[[ Dataset records, beginning ]]

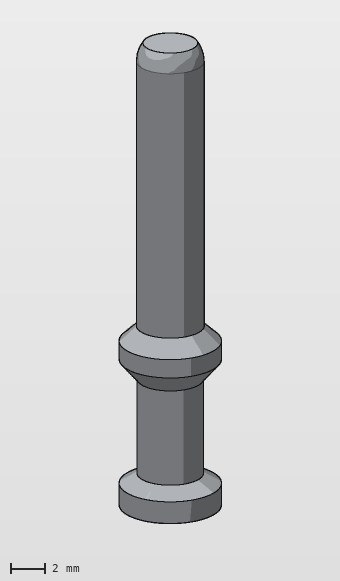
import cadquery as cq

pin_diameter = 3.97
shank_diameter = 3.9
flange_diameter = 5.99
tip_diameter = 3.2

total_length = 29.0
base_flange_height = 1.37
base_cone_height = 0.63
collar_bottom = 9.15
collar_height = 1.15
collar_lower_cone_height = 1.23
collar_upper_cone_height = 0.95
tip_height = 1.15

pin_radius = pin_diameter / 2
shank_radius = shank_diameter / 2
flange_radius = flange_diameter / 2
tip_radius = tip_diameter / 2
base_cone_top = base_flange_height + base_cone_height
collar_top = collar_bottom + collar_height
shank_top = collar_bottom - collar_lower_cone_height
pin_bottom = collar_top + collar_upper_cone_height
tip_start = total_length - tip_height


def turned_body():
    """Revolve the half outline (radius, height) about the Z axis."""
    outline = (
        cq.Workplane("XZ")
        .lineTo(flange_radius, 0)
        .lineTo(flange_radius, base_flange_height)
        .lineTo(shank_radius, base_cone_top)
        .lineTo(shank_radius, shank_top)
        .lineTo(flange_radius, collar_bottom)
        .lineTo(flange_radius, collar_top)
        .lineTo(pin_radius, pin_bottom)
        .lineTo(pin_radius, tip_start)
        .tangentArcPoint((tip_radius, total_length), relative=False)
        .lineTo(0, total_length)
        .close()
    )
    return outline.revolve(360, (0, 0, 0), (0, 1, 0))


result = turned_body()

[[ Dataset records, end ]]

Work to complete.
Make an exact copy of the records, pictures excluded.

Answer space.
import cadquery as cq

pin_diameter = 3.97
shank_diameter = 3.9
flange_diameter = 5.99
tip_diameter = 3.2

total_length = 29.0
base_flange_height = 1.37
base_cone_height = 0.63
collar_bottom = 9.15
collar_height = 1.15
collar_lower_cone_height = 1.23
collar_upper_cone_height = 0.95
tip_height = 1.15

pin_radius = pin_diameter / 2
shank_radius = shank_diameter / 2
flange_radius = flange_diameter / 2
tip_radius = tip_diameter / 2
base_cone_top = base_flange_height + base_cone_height
collar_top = collar_bottom + collar_height
shank_top = collar_bottom - collar_lower_cone_height
pin_bottom = collar_top + collar_upper_cone_height
tip_start = total_length - tip_height


def turned_body():
    """Revolve the half outline (radius, height) about the Z axis."""
    outline = (
        cq.Workplane("XZ")
        .lineTo(flange_radius, 0)
        .lineTo(flange_radius, base_flange_height)
        .lineTo(shank_radius, base_cone_top)
        .lineTo(shank_radius, shank_top)
        .lineTo(flange_radius, collar_bottom)
        .lineTo(flange_radius, collar_top)
        .lineTo(pin_radius, pin_bottom)
        .lineTo(pin_radius, tip_start)
        .tangentArcPoint((tip_radius, total_length), relative=False)
        .lineTo(0, total_length)
        .close()
    )
    return outline.revolve(360, (0, 0, 0), (0, 1, 0))


result = turned_body()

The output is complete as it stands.